In erster Linie als Kastenwagen vom Handwerker genutzt

Auch die Motorisierung des von uns gefahrenen TGI mit manuellem Sechsgang-Schaltgetriebe und 110 PS sowie einem Drehmoment von 200 Newtonmeter zwischen 1500 und 3500 Umdrehungen ist sinnvoll und angemessen für ein Fahrzeug, das vermutlich in erster Linie als Kastenwagen vom Handwerker genutzt wird. Der 1,4-Liter-Motor bietet zwar keinen sportlichen Vortrieb, erlaubt aber immerhin den Standardspurt von 0 auf 100 km/h in 13 Sekunden und eine Höchstgeschwindigkeit von 175 km/h. Auf der Autobahn schwimmt man gut im Bereich um 140 km/h mit, dieses Tempo ist hinreichend schnell erreicht.

Der sechste Gang ist ein Pluspunkt für ruhiges Fahren bei kleinen Drehzahlen. Dass der 1,87 Meter hohe Kastenwagen mit seinen beiden Schiebetüren und der weit ausfahrenden Heckklappe ein Laderaumvolumen bis 3,2 Kubikmeter bietet, macht ihn zum gelungenen Kleintransporter.
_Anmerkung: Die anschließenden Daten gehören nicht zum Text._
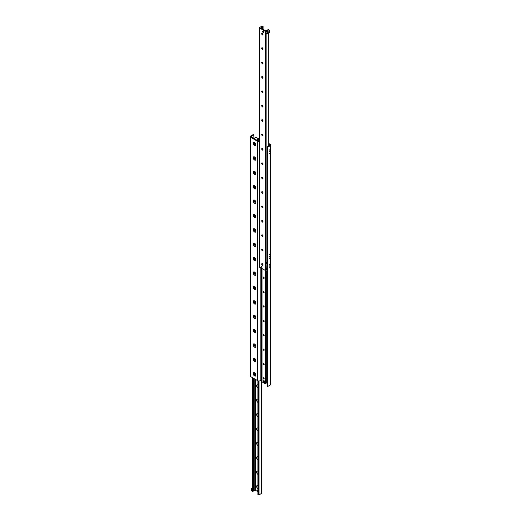 <?xml version="1.0" encoding="UTF-8"?>
<svg xmlns="http://www.w3.org/2000/svg" width="521" height="521" viewBox="0 0 521 521"><rect width="100%" height="100%" fill="white"/><g stroke="black" fill="none" stroke-linecap="round" stroke-linejoin="round"><path stroke-width="0.78" d="M270.08 253.974L269.416 254.678L270.08 253.974M270.08 257.576L269.416 258.279L270.08 257.576M269.937 255.863L269.383 256.443L269.937 255.863M270.08 263.691L269.416 264.394L270.08 263.691M270.08 267.286L269.416 267.989L270.08 267.286M269.937 265.573L269.383 266.159L269.937 265.573M270.08 149.455L269.416 150.159L270.08 149.455M270.08 153.057L269.416 153.754L270.08 153.057M269.937 151.344L269.383 151.924L269.937 151.344M254.58 145.672A1.915 1.107 60 0 1 253.226 143.327A1.915 1.107 60 0 1 254.58 142.539A1.915 1.107 60 0 1 255.935 144.89A1.915 1.107 60 0 1 254.58 145.672M254.58 160.064A1.915 1.107 60 0 1 253.226 157.713A1.915 1.107 60 0 1 254.58 156.932A1.915 1.107 60 0 1 255.935 159.283A1.915 1.107 60 0 1 254.58 160.064M254.58 174.457A1.915 1.107 60 0 1 253.226 172.106A1.915 1.107 60 0 1 254.58 171.324A1.915 1.107 60 0 1 255.935 173.675A1.915 1.107 60 0 1 254.58 174.457M254.58 188.849A1.915 1.107 60 0 1 253.226 186.498A1.915 1.107 60 0 1 254.58 185.717A1.915 1.107 60 0 1 255.935 188.061A1.915 1.107 60 0 1 254.58 188.849M254.58 203.242A1.915 1.107 60 0 1 253.226 200.891A1.915 1.107 60 0 1 254.58 200.11A1.915 1.107 60 0 1 255.935 202.454A1.915 1.107 60 0 1 254.58 203.242M254.58 217.628A1.915 1.107 60 0 1 253.226 215.284A1.915 1.107 60 0 1 254.58 214.502A1.915 1.107 60 0 1 255.935 216.847A1.915 1.107 60 0 1 254.58 217.628M254.58 232.021A1.915 1.107 60 0 1 253.226 229.676A1.915 1.107 60 0 1 254.58 228.895A1.915 1.107 60 0 1 255.935 231.239A1.915 1.107 60 0 1 254.58 232.021M254.58 246.413A1.915 1.107 60 0 1 253.226 244.069A1.915 1.107 60 0 1 254.58 243.281A1.915 1.107 60 0 1 255.935 245.632A1.915 1.107 60 0 1 254.58 246.413M254.58 260.806A1.915 1.107 60 0 1 253.226 258.455A1.915 1.107 60 0 1 254.58 257.674A1.915 1.107 60 0 1 255.935 260.025A1.915 1.107 60 0 1 254.58 260.806M254.58 275.199A1.915 1.107 60 0 1 253.226 272.848A1.915 1.107 60 0 1 254.58 272.066A1.915 1.107 60 0 1 255.935 274.417A1.915 1.107 60 0 1 254.58 275.199M254.58 289.591A1.915 1.107 60 0 1 253.226 287.24A1.915 1.107 60 0 1 254.58 286.459A1.915 1.107 60 0 1 255.935 288.81A1.915 1.107 60 0 1 254.58 289.591M254.58 303.984A1.915 1.107 60 0 1 253.226 301.633A1.915 1.107 60 0 1 254.58 300.851A1.915 1.107 60 0 1 255.935 303.196A1.915 1.107 60 0 1 254.58 303.984M254.58 318.37A1.915 1.107 60 0 1 253.226 316.026A1.915 1.107 60 0 1 254.58 315.244A1.915 1.107 60 0 1 255.935 317.589A1.915 1.107 60 0 1 254.58 318.37M254.58 332.763A1.915 1.107 60 0 1 253.226 330.418A1.915 1.107 60 0 1 254.58 329.637A1.915 1.107 60 0 1 255.935 331.981A1.915 1.107 60 0 1 254.58 332.763M254.58 347.155A1.915 1.107 60 0 1 253.226 344.811A1.915 1.107 60 0 1 254.58 344.023A1.915 1.107 60 0 1 255.935 346.374A1.915 1.107 60 0 1 254.58 347.155M254.58 361.548A1.915 1.107 60 0 1 253.226 359.197A1.915 1.107 60 0 1 254.58 358.415A1.915 1.107 60 0 1 255.935 360.766A1.915 1.107 60 0 1 254.58 361.548M254.58 375.941A1.915 1.107 60 0 1 253.226 373.59A1.915 1.107 60 0 1 254.58 372.808A1.915 1.107 60 0 1 255.935 375.159A1.915 1.107 60 0 1 254.58 375.941M267.123 146.85L267.123 386.113L267.742 386.471L267.742 147.209L267.123 146.85L269.611 145.411A0.879 0.508 0 0 0 269.871 145.053A0.879 0.508 0 0 0 269.611 144.695L268.81 144.226M259.25 141.692A1.765 1.016 180 0 1 257.693 141.406L250.764 137.407A1.765 1.016 180 0 1 250.249 136.684L250.249 375.947A1.765 1.016 0 0 0 250.764 376.67L257.693 380.669A1.765 1.016 0 0 0 260.187 380.669L261.438 379.952A0.879 0.508 180 0 1 261.978 379.802M250.249 136.684A1.765 1.016 180 0 1 250.764 135.968L253.258 134.529L253.877 134.887L251.389 136.326A0.879 0.508 0 0 0 251.129 136.684A0.879 0.508 0 0 0 251.389 137.049L258.318 141.048A0.879 0.508 0 0 0 259.25 141.165M253.877 137.954L253.877 134.887M268.81 143.509L270.236 144.33A1.765 1.016 180 0 1 270.751 145.053A1.765 1.016 180 0 1 270.236 145.769L267.742 147.209M267.742 386.471L270.236 385.032A1.765 1.016 0 0 0 270.751 384.316L270.751 145.053M255.316 489.141L255.056 490.124L254.821 489.649L255.316 489.141M255.056 490.626L254.821 489.955L254.821 490.697L255.863 490.522L257.895 491.694M253.226 490.274L253.734 489.655L253.226 490.274M252.32 491.082L252.763 491.7L253.213 491.205A0.879 0.508 180 0 1 253.929 490.789L254.821 490.697M257.895 387.995A1.882 1.088 60 0 1 256.599 385.703A1.882 1.088 60 0 1 257.895 384.915M257.895 402.381A1.882 1.088 60 0 1 256.599 400.095A1.882 1.088 60 0 1 257.895 399.307M257.895 416.774A1.882 1.088 60 0 1 256.599 414.488A1.882 1.088 60 0 1 257.895 413.7M257.895 431.167A1.882 1.088 60 0 1 256.599 428.881A1.882 1.088 60 0 1 257.895 428.093M257.895 445.559A1.882 1.088 60 0 1 256.599 443.273A1.882 1.088 60 0 1 257.895 442.485M257.895 459.952A1.882 1.088 60 0 1 256.599 457.659A1.882 1.088 60 0 1 257.895 456.878M257.895 474.344A1.882 1.088 60 0 1 256.599 472.052A1.882 1.088 60 0 1 257.895 471.264M257.895 488.737A1.882 1.088 60 0 1 256.599 486.445A1.882 1.088 60 0 1 257.895 485.657M257.954 494.54L259.022 494.95L261.75 493.244L261.75 379.835M265.137 30.478L267.071 30.211A0.879 0.508 0 0 0 267.787 29.795L268.237 29.3L268.68 29.918L265.332 31.403L259.25 27.756L261.978 26.05L263.105 26.382L262.187 26.564A0.879 0.508 0 0 0 261.47 26.981L261.067 28.167L265.137 30.478M261.666 266.231A0.638 0.371 60 0 1 261.985 267.306A0.638 0.371 60 0 1 261.347 266.198A0.638 0.371 60 0 1 261.666 266.231M263.072 31.377A0.638 0.371 60 0 1 263.392 32.452A0.638 0.371 60 0 1 262.753 31.345A0.638 0.371 60 0 1 263.072 31.377M261.796 33.507A1.882 1.088 -120 0 0 262.675 35.024M262.871 34.985L262.838 34.998A0.938 0.541 60 0 1 261.9 34.458A0.938 0.541 60 0 1 261.9 33.377A0.938 0.541 60 0 1 262.369 33.429A0.938 0.541 60 0 1 262.981 34.249A0.938 0.541 60 0 1 262.838 34.998A0.938 0.541 60 0 1 262.402 34.94A0.938 0.541 60 0 1 261.737 33.787A0.938 0.541 60 0 1 261.92 33.37M261.796 47.899A1.882 1.088 -120 0 0 262.675 49.417M262.871 49.378L262.838 49.391A0.938 0.541 60 0 1 261.9 48.85A0.938 0.541 60 0 1 261.9 47.769A0.938 0.541 60 0 1 262.369 47.815A0.938 0.541 60 0 1 262.981 48.642A0.938 0.541 60 0 1 262.838 49.391A0.938 0.541 60 0 1 262.402 49.326A0.938 0.541 60 0 1 261.737 48.179A0.938 0.541 60 0 1 261.92 47.763M261.796 62.292A1.882 1.088 -120 0 0 262.675 63.809M262.871 63.764L262.838 63.783A0.938 0.541 60 0 1 261.9 63.243A0.938 0.541 60 0 1 261.9 62.162A0.938 0.541 60 0 1 262.369 62.207A0.938 0.541 60 0 1 262.981 63.034A0.938 0.541 60 0 1 262.838 63.783A0.938 0.541 60 0 1 262.402 63.718A0.938 0.541 60 0 1 261.737 62.572A0.938 0.541 60 0 1 261.92 62.155M261.796 76.685A1.882 1.088 -120 0 0 262.675 78.202M262.871 78.157L262.838 78.176A0.938 0.541 60 0 1 261.9 77.636A0.938 0.541 60 0 1 261.9 76.554A0.938 0.541 60 0 1 262.369 76.6A0.938 0.541 60 0 1 262.981 77.427A0.938 0.541 60 0 1 262.838 78.176A0.938 0.541 60 0 1 262.402 78.111A0.938 0.541 60 0 1 261.737 76.965A0.938 0.541 60 0 1 261.92 76.548M261.796 91.071A1.882 1.088 -120 0 0 262.675 92.595M262.851 92.556A0.938 0.541 60 0 1 262.402 92.504A0.938 0.541 60 0 1 261.737 91.357A0.938 0.541 60 0 1 261.92 90.941M262.369 90.993A0.938 0.541 60 0 1 262.981 91.82A0.938 0.541 60 0 1 262.838 92.569A0.938 0.541 60 0 1 261.9 92.028A0.938 0.541 60 0 1 261.9 90.947A0.938 0.541 60 0 1 262.369 90.993M261.796 105.463A1.882 1.088 -120 0 0 262.675 106.987M262.851 106.948A0.938 0.541 60 0 1 262.402 106.896A0.938 0.541 60 0 1 261.737 105.75A0.938 0.541 60 0 1 261.92 105.327M262.369 105.385A0.938 0.541 60 0 1 262.981 106.212A0.938 0.541 60 0 1 262.838 106.961A0.938 0.541 60 0 1 261.9 106.421A0.938 0.541 60 0 1 261.9 105.34A0.938 0.541 60 0 1 262.369 105.385M261.796 119.856A1.882 1.088 -120 0 0 262.675 121.38M262.851 121.341A0.938 0.541 60 0 1 262.402 121.289A0.938 0.541 60 0 1 261.737 120.143A0.938 0.541 60 0 1 261.92 119.719M262.369 119.778A0.938 0.541 60 0 1 262.981 120.598A0.938 0.541 60 0 1 262.838 121.354A0.938 0.541 60 0 1 261.9 120.813A0.938 0.541 60 0 1 261.9 119.732A0.938 0.541 60 0 1 262.369 119.778M261.796 134.249A1.882 1.088 -120 0 0 262.675 135.766M262.851 135.734A0.938 0.541 60 0 1 262.402 135.681A0.938 0.541 60 0 1 261.737 134.535A0.938 0.541 60 0 1 261.92 134.112M262.369 134.171A0.938 0.541 60 0 1 262.981 134.991A0.938 0.541 60 0 1 262.838 135.74A0.938 0.541 60 0 1 261.9 135.2A0.938 0.541 60 0 1 261.9 134.118A0.938 0.541 60 0 1 262.369 134.171M261.796 148.641A1.882 1.088 -120 0 0 262.675 150.159M262.851 150.126A0.938 0.541 60 0 1 262.402 150.068A0.938 0.541 60 0 1 261.737 148.921A0.938 0.541 60 0 1 261.92 148.505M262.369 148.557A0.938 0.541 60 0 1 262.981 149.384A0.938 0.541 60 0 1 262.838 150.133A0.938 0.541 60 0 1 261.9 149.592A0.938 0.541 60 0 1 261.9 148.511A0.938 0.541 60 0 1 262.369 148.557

Beachten sollte man allerdings, dass das Leergewicht des Erdgas-Caddys mit 1500 Kilogramm um mehr als 200 über dem des vergleichbaren Benziners liegt. Die maximale Zuladung bleibt aber mit 760 Kilo gleich. Der Caddy Maxi Kombi mit DSG und noch höherem Leergewicht erlaubt jedoch nur eine Zuladung von 594 Kilogramm. Der günstigste Preis des Erdgas-Caddy gilt für die Kastenwagen-Variante, hier kostet der 1,4 TGI mit manuellem Schaltgetriebe 23 370 Euro. Der vergleichbare Benziner ist der 1,4 TSI mit 125 PS für 20 800 Euro. Den Aufpreis von 2570 Euro holt man wegen der hohen Erdgaspreise kaum herein.